# [DATA TO EXAMINE]
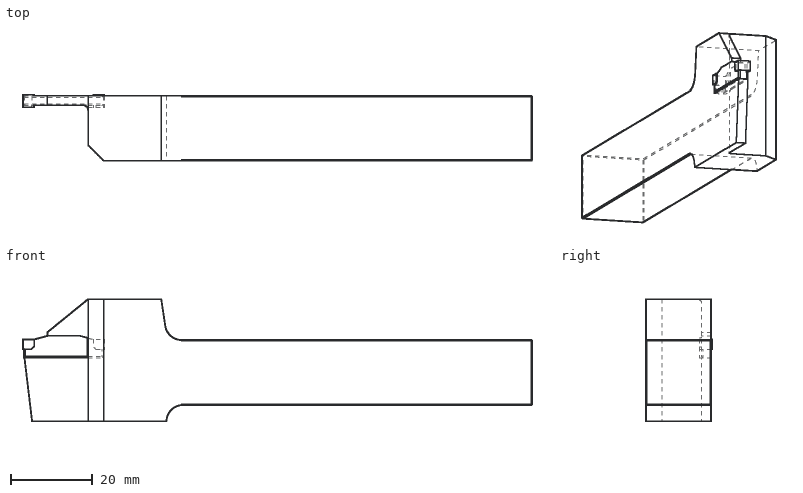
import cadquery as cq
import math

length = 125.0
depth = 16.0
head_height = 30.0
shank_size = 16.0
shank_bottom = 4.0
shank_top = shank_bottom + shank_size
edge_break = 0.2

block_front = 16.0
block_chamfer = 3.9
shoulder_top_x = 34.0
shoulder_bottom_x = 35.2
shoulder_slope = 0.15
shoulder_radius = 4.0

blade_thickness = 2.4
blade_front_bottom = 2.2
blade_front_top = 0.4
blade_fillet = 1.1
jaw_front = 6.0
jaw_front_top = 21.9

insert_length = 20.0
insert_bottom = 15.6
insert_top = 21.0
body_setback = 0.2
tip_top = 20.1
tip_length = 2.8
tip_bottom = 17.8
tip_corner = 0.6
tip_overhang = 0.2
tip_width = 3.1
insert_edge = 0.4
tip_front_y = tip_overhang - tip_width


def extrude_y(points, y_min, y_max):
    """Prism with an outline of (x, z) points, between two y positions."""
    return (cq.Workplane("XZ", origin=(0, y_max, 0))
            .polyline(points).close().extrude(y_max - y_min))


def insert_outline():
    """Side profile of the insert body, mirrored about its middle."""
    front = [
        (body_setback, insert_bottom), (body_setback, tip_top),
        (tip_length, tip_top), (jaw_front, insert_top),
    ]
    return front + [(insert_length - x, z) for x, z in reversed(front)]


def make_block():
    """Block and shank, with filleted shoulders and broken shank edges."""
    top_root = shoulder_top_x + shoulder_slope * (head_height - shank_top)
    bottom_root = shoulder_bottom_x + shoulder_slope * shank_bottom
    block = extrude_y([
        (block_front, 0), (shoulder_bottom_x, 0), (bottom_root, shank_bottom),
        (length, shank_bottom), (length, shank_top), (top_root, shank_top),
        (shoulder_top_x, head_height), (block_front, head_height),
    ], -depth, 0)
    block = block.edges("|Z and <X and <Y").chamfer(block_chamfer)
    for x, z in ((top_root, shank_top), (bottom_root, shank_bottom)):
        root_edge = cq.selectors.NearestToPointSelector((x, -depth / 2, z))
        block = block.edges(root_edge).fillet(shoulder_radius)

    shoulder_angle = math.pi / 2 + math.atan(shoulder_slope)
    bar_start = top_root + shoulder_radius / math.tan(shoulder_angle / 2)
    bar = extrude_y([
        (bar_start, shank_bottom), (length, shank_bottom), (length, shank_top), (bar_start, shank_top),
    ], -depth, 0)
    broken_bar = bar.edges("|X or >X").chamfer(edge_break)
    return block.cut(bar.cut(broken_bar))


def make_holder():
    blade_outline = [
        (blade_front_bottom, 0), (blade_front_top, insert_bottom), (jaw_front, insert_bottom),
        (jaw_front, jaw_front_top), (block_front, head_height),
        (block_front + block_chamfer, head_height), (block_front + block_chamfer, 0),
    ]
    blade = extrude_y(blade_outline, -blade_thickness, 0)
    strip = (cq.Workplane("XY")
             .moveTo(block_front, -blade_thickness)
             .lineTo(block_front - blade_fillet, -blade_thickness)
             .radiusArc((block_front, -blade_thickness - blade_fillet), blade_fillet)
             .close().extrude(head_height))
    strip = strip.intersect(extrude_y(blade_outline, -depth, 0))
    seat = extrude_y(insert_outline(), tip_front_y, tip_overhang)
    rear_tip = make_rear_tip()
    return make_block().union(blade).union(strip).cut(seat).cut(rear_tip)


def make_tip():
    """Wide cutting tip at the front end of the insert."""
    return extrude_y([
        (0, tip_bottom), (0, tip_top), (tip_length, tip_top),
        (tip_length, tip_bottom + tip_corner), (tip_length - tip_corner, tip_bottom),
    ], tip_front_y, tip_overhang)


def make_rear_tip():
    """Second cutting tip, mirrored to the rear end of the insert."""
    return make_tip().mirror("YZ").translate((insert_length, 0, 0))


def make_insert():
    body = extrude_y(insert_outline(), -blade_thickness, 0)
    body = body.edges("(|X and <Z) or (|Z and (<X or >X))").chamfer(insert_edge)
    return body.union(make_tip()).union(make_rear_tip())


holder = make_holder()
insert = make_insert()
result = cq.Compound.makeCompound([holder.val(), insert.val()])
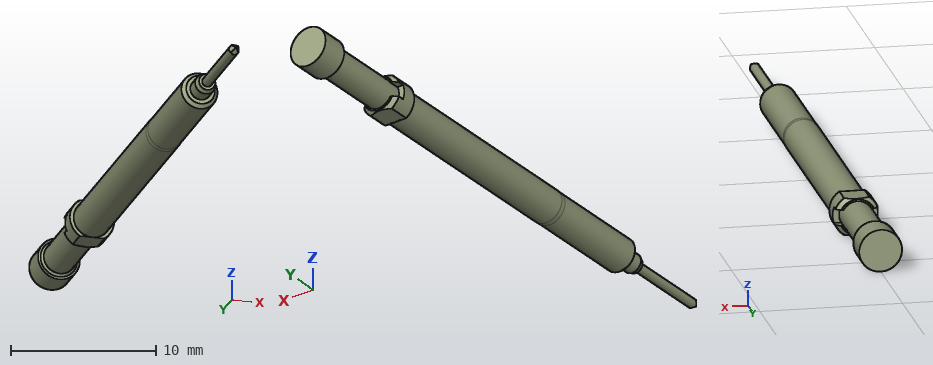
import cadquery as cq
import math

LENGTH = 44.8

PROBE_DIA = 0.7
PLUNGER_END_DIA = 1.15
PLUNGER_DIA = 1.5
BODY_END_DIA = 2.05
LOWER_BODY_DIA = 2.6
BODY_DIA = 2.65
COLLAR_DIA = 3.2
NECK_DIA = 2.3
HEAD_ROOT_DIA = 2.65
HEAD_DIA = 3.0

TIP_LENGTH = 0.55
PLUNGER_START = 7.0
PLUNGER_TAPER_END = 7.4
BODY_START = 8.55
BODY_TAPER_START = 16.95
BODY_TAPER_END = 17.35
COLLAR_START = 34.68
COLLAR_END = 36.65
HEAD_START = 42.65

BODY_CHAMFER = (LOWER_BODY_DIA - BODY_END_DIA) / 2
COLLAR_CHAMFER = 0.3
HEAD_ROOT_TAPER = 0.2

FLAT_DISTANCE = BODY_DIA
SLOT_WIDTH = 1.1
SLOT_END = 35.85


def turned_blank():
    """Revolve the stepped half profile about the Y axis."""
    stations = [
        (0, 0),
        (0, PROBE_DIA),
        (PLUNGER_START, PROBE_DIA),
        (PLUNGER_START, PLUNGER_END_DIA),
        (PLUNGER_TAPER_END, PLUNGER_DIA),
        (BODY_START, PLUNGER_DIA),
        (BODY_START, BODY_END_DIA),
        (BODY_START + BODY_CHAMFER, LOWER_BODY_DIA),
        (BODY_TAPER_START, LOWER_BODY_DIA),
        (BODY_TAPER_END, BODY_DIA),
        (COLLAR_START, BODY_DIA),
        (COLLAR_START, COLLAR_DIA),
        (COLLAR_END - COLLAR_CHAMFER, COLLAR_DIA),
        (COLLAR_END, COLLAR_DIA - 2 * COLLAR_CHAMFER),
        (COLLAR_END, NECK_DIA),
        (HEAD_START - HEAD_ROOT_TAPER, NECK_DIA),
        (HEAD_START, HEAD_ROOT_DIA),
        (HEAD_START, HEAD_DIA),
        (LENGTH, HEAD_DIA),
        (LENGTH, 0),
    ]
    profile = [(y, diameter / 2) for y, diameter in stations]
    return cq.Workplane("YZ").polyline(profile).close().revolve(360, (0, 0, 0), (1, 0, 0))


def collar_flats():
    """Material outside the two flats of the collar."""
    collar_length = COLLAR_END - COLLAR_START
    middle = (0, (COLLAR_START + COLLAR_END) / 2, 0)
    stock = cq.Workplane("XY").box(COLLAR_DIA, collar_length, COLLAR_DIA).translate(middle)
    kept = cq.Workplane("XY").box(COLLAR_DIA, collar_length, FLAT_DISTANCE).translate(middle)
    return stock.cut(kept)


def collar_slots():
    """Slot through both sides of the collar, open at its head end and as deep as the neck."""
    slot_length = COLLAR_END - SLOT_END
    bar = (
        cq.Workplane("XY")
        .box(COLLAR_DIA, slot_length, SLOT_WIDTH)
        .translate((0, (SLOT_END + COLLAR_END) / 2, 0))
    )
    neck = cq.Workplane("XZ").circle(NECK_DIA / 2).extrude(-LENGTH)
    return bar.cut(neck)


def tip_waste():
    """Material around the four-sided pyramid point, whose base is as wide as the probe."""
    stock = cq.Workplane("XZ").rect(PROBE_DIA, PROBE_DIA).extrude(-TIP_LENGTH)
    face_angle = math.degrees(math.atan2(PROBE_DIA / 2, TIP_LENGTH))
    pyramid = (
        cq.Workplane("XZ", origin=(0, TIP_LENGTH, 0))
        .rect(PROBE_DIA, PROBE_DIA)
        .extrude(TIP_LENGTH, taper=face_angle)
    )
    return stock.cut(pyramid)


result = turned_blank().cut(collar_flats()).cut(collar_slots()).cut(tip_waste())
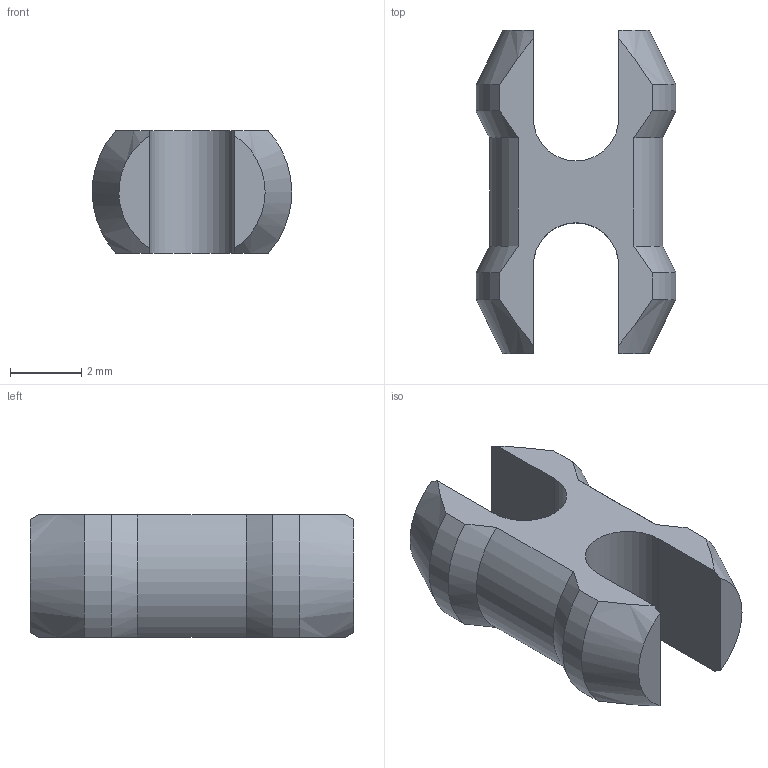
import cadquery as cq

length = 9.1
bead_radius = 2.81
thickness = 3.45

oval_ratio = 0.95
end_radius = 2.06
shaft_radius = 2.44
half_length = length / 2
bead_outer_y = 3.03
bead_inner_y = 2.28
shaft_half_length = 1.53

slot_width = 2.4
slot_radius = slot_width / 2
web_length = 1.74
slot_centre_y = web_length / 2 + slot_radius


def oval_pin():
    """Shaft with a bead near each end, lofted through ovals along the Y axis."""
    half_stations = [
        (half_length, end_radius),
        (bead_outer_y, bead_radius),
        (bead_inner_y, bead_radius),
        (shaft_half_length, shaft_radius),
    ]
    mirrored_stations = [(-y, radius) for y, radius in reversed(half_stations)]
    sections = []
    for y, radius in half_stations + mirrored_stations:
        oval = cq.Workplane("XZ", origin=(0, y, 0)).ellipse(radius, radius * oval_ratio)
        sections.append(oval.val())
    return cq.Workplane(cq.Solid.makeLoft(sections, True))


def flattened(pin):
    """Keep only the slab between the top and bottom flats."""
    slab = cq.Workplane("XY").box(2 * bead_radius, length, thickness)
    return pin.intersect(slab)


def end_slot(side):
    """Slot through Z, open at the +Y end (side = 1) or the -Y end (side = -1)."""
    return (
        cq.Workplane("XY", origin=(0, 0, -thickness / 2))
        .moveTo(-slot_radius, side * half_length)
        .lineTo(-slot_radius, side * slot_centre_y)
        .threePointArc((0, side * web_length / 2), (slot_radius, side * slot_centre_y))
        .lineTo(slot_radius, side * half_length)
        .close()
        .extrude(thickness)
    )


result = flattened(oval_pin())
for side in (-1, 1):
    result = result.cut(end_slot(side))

# [PROBLEM REQUIREMENTS]
Copy every line of the data where "through" is found.

# [ANSWER AREA]
    """Slot through both sides of the collar, open at its head end and as deep as the neck."""
    """Shaft with a bead near each end, lofted through ovals along the Y axis."""
    """Slot through Z, open at the +Y end (side = 1) or the -Y end (side = -1)."""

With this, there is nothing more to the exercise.